> [Task to carry out]:
Return the lines of the data below in which the string "commit" occurs.

*** Opening of Task data ***

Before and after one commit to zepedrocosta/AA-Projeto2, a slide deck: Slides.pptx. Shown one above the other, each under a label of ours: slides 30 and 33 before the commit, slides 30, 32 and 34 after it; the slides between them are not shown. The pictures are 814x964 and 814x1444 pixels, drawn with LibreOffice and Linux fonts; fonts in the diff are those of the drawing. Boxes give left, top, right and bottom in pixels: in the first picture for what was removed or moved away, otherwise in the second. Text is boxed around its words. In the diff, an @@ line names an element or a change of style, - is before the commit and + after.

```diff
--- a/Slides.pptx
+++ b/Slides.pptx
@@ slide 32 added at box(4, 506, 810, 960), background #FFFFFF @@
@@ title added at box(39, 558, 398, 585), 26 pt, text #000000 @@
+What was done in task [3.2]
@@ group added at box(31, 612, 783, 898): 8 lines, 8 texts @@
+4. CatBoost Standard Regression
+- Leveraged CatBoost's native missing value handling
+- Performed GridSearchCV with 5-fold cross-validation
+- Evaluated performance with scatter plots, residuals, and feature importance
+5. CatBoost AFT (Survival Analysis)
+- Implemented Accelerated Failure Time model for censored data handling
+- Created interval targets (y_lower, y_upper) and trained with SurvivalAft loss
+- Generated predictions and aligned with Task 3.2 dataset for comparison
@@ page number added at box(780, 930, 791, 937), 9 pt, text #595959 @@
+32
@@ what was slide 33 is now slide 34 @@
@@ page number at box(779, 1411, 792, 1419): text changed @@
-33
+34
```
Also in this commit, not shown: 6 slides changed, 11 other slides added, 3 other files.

*** Close of Task data ***

> [Expected answer]:
Before and after one commit to zepedrocosta/AA-Projeto2, a slide deck: Slides.pptx. Shown one above the other, each under a label of ours: slides 30 and 33 before the commit, slides 30, 32 and 34 after it; the slides between them are not shown. The pictures are 814x964 and 814x1444 pixels, drawn with LibreOffice and Linux fonts; fonts in the diff are those of the drawing. Boxes give left, top, right and bottom in pixels: in the first picture for what was removed or moved away, otherwise in the second. Text is boxed around its words. In the diff, an @@ line names an element or a change of style, - is before the commit and + after.
Also in this commit, not shown: 6 slides changed, 11 other slides added, 3 other files.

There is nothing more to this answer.